Absent federal online political ad regulation, platforms have enacted their own policies, primarily focused on fact checking and political ad disclosure. The former is concerned with labelling ads as truthful or misleading, and the latter refers to disclosing alongside political ads who is financially and legally responsible for them. However, big challenges remain to understanding political ad activity on platforms due to personalization (ads tailored to potentially small audiences) and scale (both in terms of advertisers, and number of unique ads). One common feature of the platforms’ voluntary approaches to mitigating these issues has been to deploy public political ad transparency systems to enable external auditing by independent third parties. These companies promote their transparency products as a method for securing elections. Yet to date, it is unclear whether this intervention can be effective.
Because these systems are so new, we currently lack a framework for third parties to audit the transparency efforts of online advertising networks.1 Anecdotal reports discussed issues with the implementation and security of Facebook’s transparency efforts. However, absent a third-party auditor, it is unclear how severe or systematic these problems are.
In this paper, we focus on a security analysis of Facebook’s Ad Library for ads about social issues, elections or politics. The key questions we investigate are: Does the Facebook Ad Library provide sufficient transparency to be useful for detecting illicit behaviour? To what extent is it possible for adversarial advertisers to evade that transparency? What prevents the Ad Library from being more effective?
We propose a set of methodologies and conduct a security audit of Facebook’s Ad Library with regards to inclusion and disclosure. In addition, we propose a clustering method for identifying advertisers that are engaged in undeclared coordinated advertising activities, some of which are likely disinformation campaigns.

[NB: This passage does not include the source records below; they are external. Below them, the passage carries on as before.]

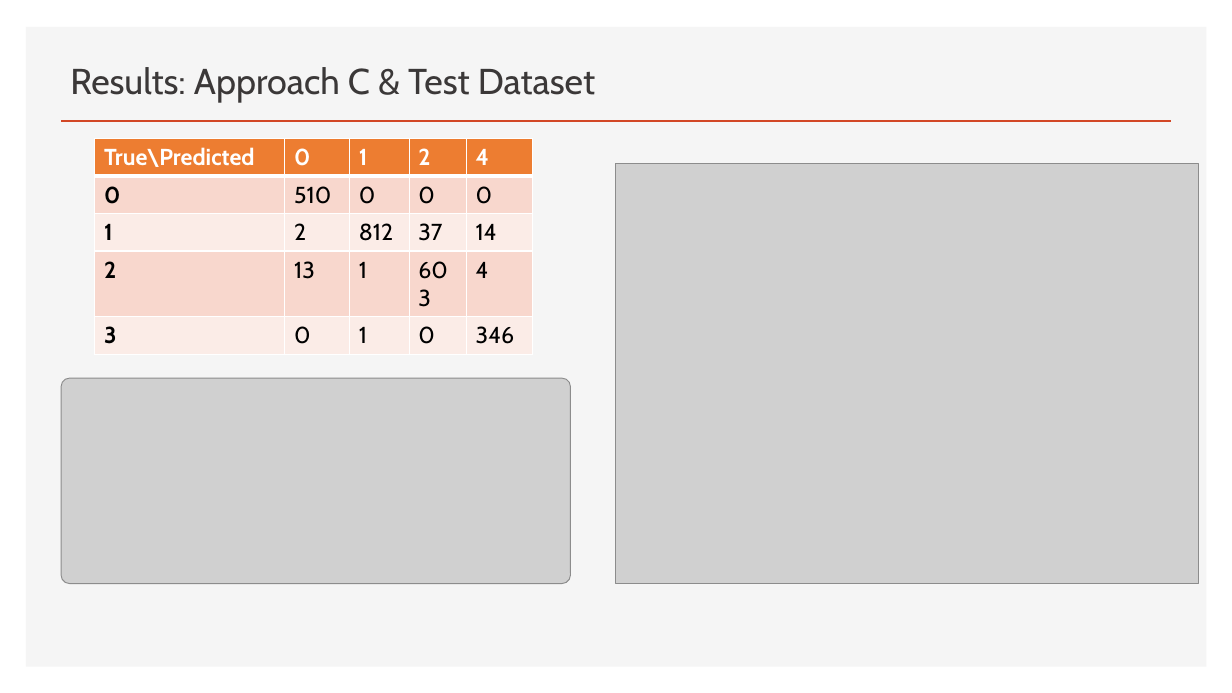
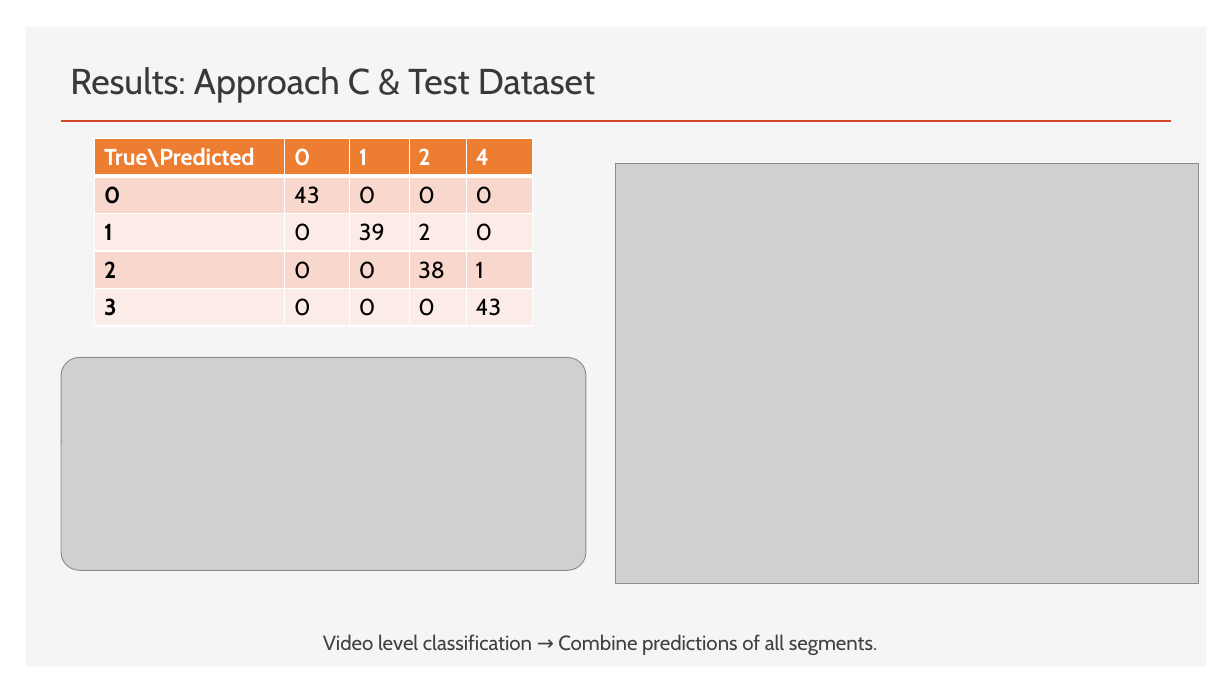
Before and after one commit to gbatsis/actRec, a slide deck: slide 23 of Video Classification using Deep Learning.pptx. Drawn at 1232x693 pixels with LibreOffice and Linux fonts; fonts in the diff are those of the drawing; grey boxes stand for pictures; background and template pictures are left out. Boxes give left, top, right and bottom in pixels: in the first picture for what was removed or moved away, otherwise in the second. Text is boxed around its words. In the diff, an @@ line names an element or a change of style, - is before the commit and + after.

```diff
--- a/Video Classification using Deep Learning.pptx
+++ b/Video Classification using Deep Learning.pptx
@@ table at [95, 139, 532, 323] @@
-row 2, column 2: 510
+row 2, column 2: 43
-row 3: 1 | 2 | 812 | 37 | 14
+row 3: 1 | 0 | 39 | 2 | 0
-row 4: 2 | 13 | 1 | 603 | 4
+row 4: 2 | 0 | 0 | 38 | 1
-row 5, column 3: 1
+row 5, column 3: 0
-row 5, column 5: 346
+row 5, column 5: 43
@@ picture: place and size @@
-picture at [61, 378, 570, 583]
+picture at [61, 358, 586, 570]
@@ text added at [323, 634, 877, 655], 16 pt, text #404040 @@
+Video level classification → Combine predictions of all segments.
```
Also in this commit, not shown: 1 other slide changed, 1 slide added, 4 other files.

During our study period from May 7th, 2018 to June 1st, 2019, we encountered a variety of technical issues, which we brought to Facebook’s attention. More recently, Facebook’s Ad Library had a partial outage, resulting in 40% of ads in the Ad Library being inaccessible. Facebook did not publicly report this outage; researchers had to discover it themselves. We have also found that contrary to their promise of keeping political ads accessible for seven years, Facebook has retroactively removed access to certain ads in the archive.
We also found persistent issues with advertisers failing to disclose political ads. Our analysis shows that 68,879 pages (54.6% of pages with political ads included in the Ad Library) never provide a disclosure string. Overall, 357,099 ads were run without disclosure strings, and advertisers spent at least $37 million on such ads. We also found that even advertisers who did disclose their ads sometimes provided disclosure strings that did not conform to Facebook’s requirements.
Facebook has created a policy against misrepresentation that prohibits "Mislead[ing] people about the origin of content" and has periodically removed ‘Coordinated Inauthentic Activity’ from its platform. Google and Twitter have also increased their efforts to remove inauthentic content from their platforms. We applaud these policies and the improvements in their enforcement by the platforms. However, our clustering method, and manual analysis of these clusters, still find numerous likely inauthentic groups buying similar ads in a coordinated way. Specifically, we found 16 clusters of likely inauthentic communities that spent $3,867,613 on a total of 19,526 ads. The average lifespan of these clusters was 210 days, demonstrating that Facebook is not effectively enforcing their policy against misrepresentation.
We will make publicly available all of our analysis code, and we will also make our ad data available to organisations approved to access Facebook’s Ad Library API.
In summary, our main contributions are as follows:
We present an algorithm for discovering advertisers engaging in potentially undeclared coordinated activity. We then use our method to find advertisers likely violating Facebook’s policies. This demonstrates that transparency can potentially improve security.
We show that Facebook’s Ad Library, as currently implemented, has both design and implementation flaws that degrade transparency.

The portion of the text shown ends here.